RECORDS FOR THE EXERCISE:

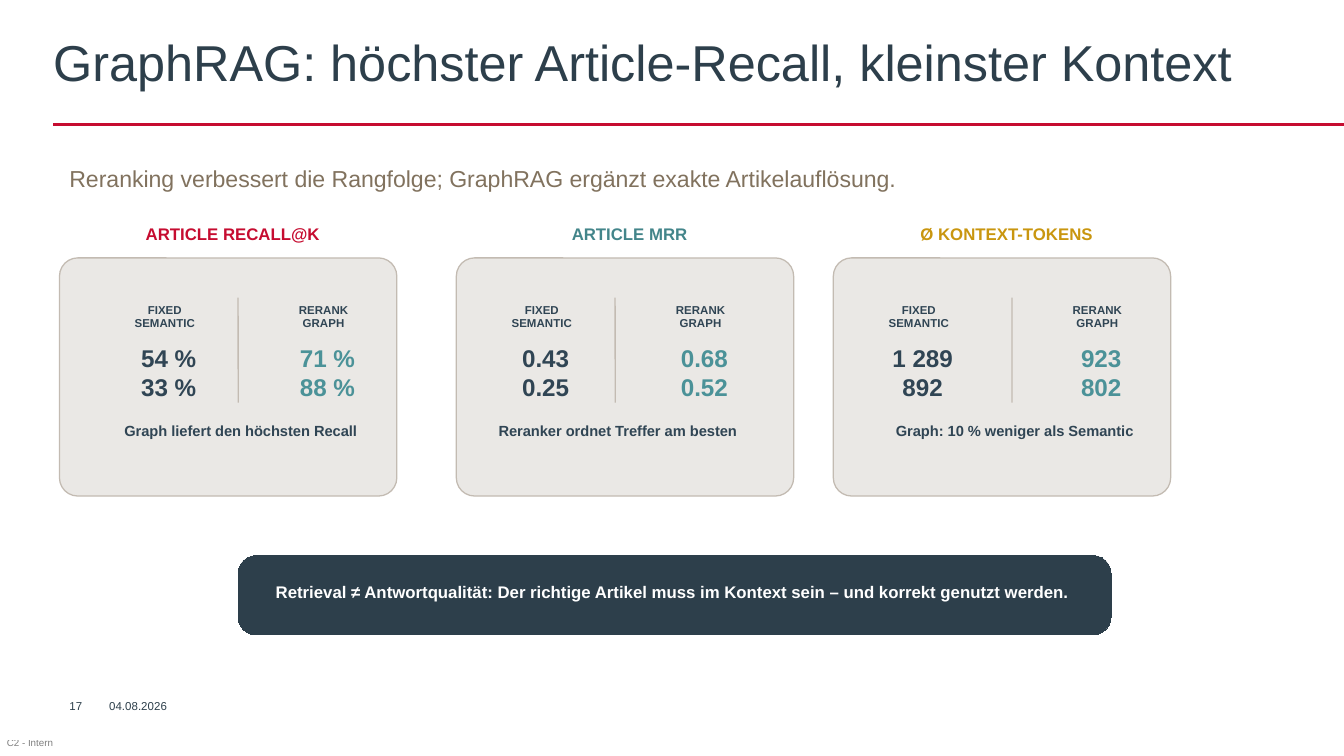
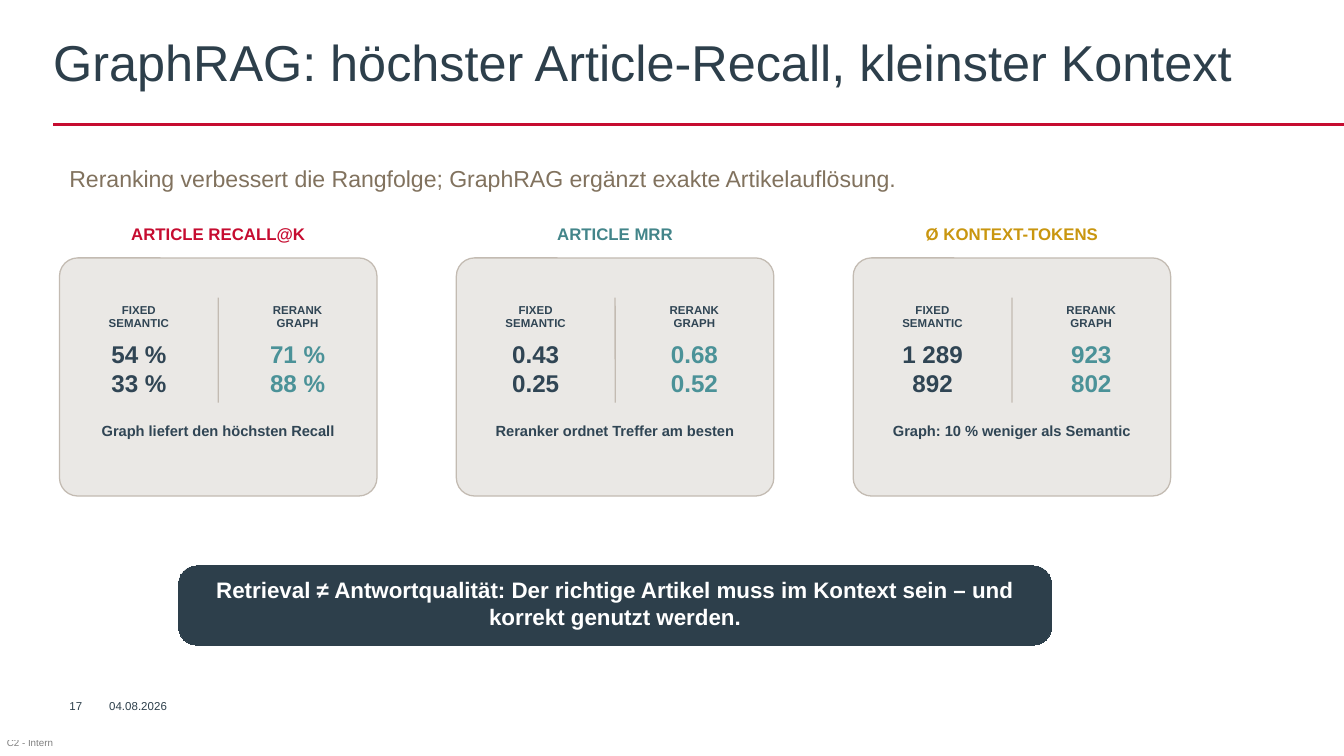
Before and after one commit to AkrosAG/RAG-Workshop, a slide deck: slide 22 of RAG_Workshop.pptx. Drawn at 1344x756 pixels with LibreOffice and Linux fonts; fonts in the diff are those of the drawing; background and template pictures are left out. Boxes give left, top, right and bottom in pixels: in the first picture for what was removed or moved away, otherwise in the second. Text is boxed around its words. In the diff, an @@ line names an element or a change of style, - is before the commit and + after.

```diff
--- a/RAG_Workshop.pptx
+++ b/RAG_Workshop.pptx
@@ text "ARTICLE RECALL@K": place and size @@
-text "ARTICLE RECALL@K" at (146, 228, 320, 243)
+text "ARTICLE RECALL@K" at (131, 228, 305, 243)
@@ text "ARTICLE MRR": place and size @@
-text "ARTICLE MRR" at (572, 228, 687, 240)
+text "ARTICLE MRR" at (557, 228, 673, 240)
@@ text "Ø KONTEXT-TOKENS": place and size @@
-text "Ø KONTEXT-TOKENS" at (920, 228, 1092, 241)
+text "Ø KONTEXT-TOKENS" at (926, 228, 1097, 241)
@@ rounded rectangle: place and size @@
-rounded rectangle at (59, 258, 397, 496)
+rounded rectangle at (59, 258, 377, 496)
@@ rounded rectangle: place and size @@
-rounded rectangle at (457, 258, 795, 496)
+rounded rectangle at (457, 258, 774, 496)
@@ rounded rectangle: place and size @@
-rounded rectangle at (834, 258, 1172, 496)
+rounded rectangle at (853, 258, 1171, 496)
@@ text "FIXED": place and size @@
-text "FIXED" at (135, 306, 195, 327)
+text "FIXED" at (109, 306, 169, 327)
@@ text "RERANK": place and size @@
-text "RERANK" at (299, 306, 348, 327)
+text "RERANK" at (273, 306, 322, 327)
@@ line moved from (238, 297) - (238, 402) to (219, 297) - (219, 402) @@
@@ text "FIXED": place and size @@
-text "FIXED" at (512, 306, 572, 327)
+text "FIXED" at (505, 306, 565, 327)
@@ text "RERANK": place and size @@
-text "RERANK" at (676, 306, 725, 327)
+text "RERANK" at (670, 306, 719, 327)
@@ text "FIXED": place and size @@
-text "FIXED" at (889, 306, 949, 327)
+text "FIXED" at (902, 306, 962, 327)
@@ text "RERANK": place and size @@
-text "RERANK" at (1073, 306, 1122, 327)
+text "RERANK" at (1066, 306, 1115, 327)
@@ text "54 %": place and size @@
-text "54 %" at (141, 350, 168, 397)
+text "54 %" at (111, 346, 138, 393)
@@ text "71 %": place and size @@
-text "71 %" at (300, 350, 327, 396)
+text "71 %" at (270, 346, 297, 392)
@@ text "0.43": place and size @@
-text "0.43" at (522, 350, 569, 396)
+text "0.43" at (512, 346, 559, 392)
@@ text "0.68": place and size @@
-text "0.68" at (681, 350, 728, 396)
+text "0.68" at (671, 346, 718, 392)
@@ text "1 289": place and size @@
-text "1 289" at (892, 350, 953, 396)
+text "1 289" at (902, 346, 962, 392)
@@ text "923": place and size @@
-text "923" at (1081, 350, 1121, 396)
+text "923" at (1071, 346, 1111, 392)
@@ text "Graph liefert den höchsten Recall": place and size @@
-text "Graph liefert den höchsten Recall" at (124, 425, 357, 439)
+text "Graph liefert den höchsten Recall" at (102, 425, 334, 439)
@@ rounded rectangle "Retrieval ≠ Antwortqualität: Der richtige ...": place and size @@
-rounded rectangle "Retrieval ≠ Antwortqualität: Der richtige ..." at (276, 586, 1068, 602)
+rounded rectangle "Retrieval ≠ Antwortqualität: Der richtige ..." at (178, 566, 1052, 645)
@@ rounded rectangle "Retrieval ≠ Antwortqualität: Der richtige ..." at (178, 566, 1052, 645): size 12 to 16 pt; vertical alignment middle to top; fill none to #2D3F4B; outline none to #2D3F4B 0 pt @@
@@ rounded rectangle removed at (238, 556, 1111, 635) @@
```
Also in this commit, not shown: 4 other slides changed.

---

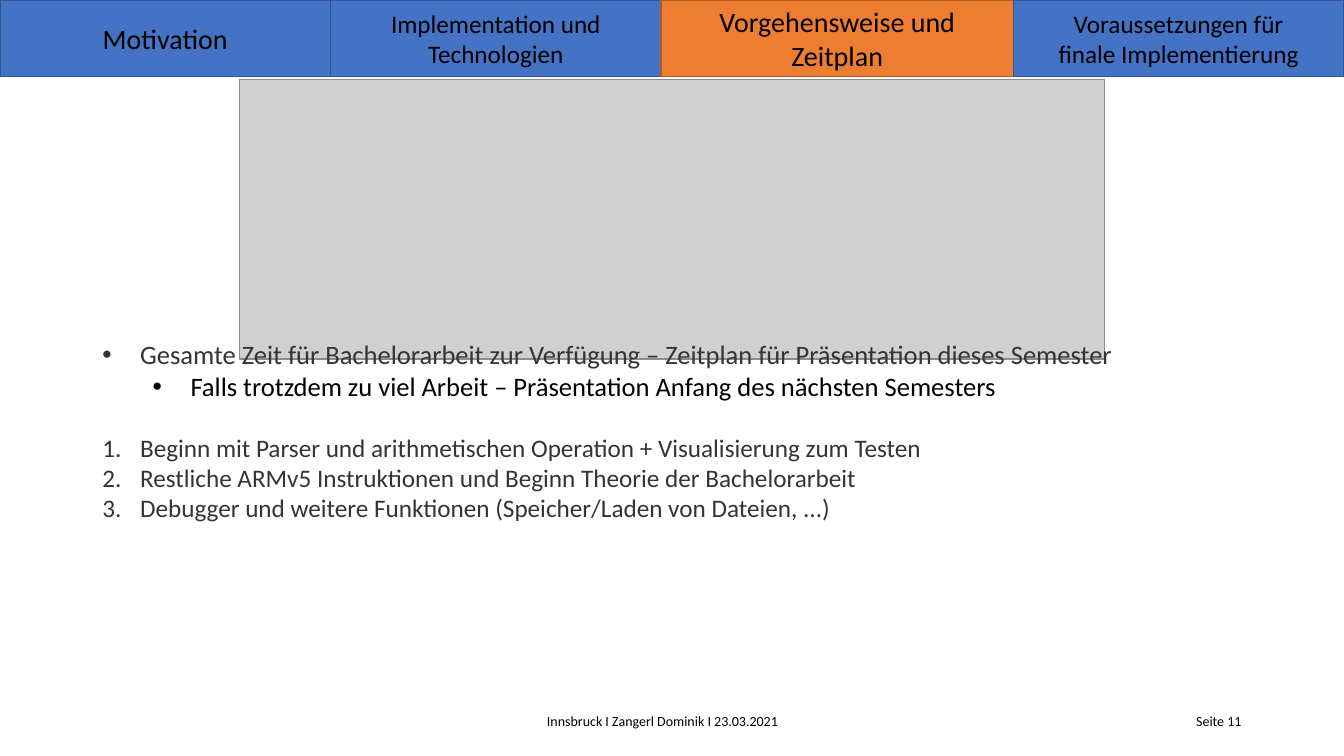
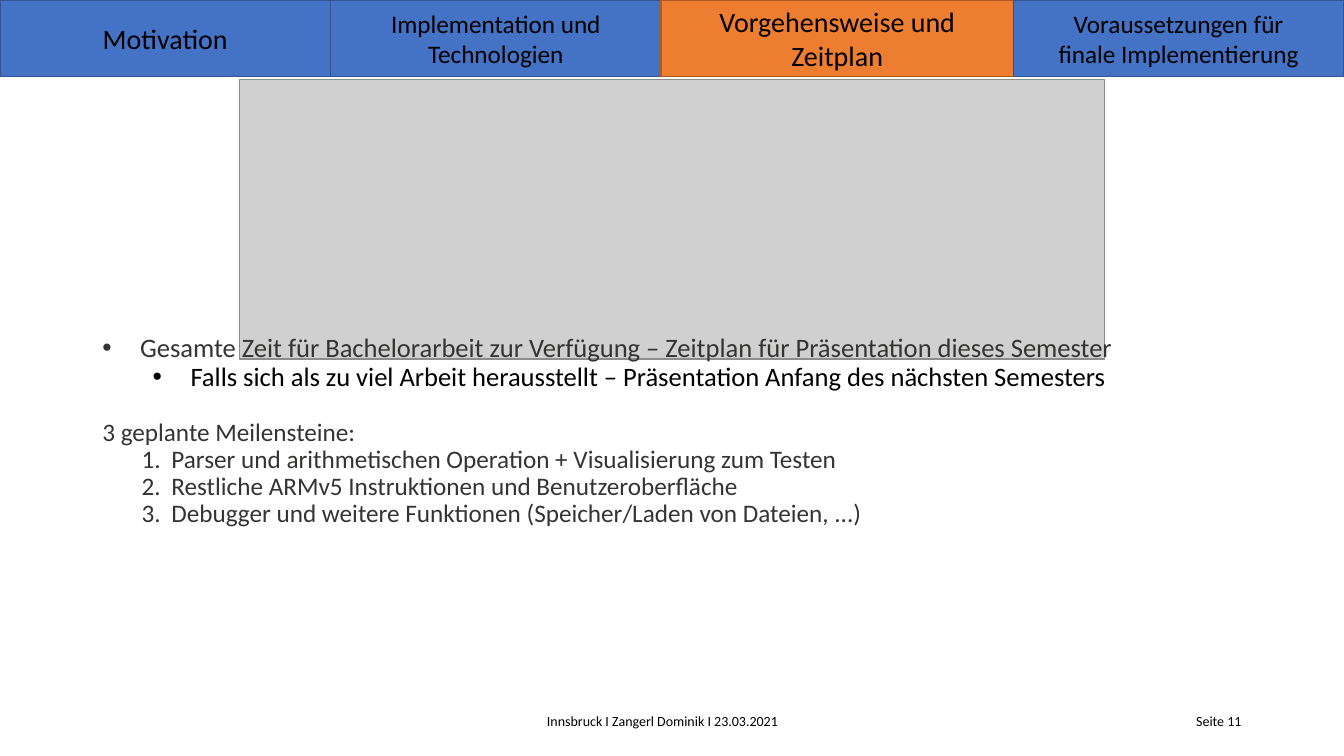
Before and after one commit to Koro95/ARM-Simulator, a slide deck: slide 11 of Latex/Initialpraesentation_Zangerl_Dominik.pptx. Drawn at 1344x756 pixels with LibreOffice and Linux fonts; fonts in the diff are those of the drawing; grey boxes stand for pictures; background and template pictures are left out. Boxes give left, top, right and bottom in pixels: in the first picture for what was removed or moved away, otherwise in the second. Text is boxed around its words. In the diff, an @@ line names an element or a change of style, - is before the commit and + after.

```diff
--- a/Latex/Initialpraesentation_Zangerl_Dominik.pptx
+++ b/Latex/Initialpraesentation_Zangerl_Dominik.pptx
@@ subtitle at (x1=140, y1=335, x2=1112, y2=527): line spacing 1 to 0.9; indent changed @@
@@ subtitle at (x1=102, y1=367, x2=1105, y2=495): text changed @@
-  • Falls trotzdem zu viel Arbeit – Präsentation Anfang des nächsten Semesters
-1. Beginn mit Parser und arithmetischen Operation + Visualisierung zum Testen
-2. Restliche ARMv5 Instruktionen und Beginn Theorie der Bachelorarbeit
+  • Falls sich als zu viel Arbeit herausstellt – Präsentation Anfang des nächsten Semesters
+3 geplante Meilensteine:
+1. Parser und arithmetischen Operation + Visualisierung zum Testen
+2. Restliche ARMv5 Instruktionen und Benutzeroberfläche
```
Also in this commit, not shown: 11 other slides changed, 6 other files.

WHAT THE TASK ASKS: Counting only lines that contain the string "changed", how many are there in the data above? Give the number alone.

RESULT OF THE EXERCISE: 4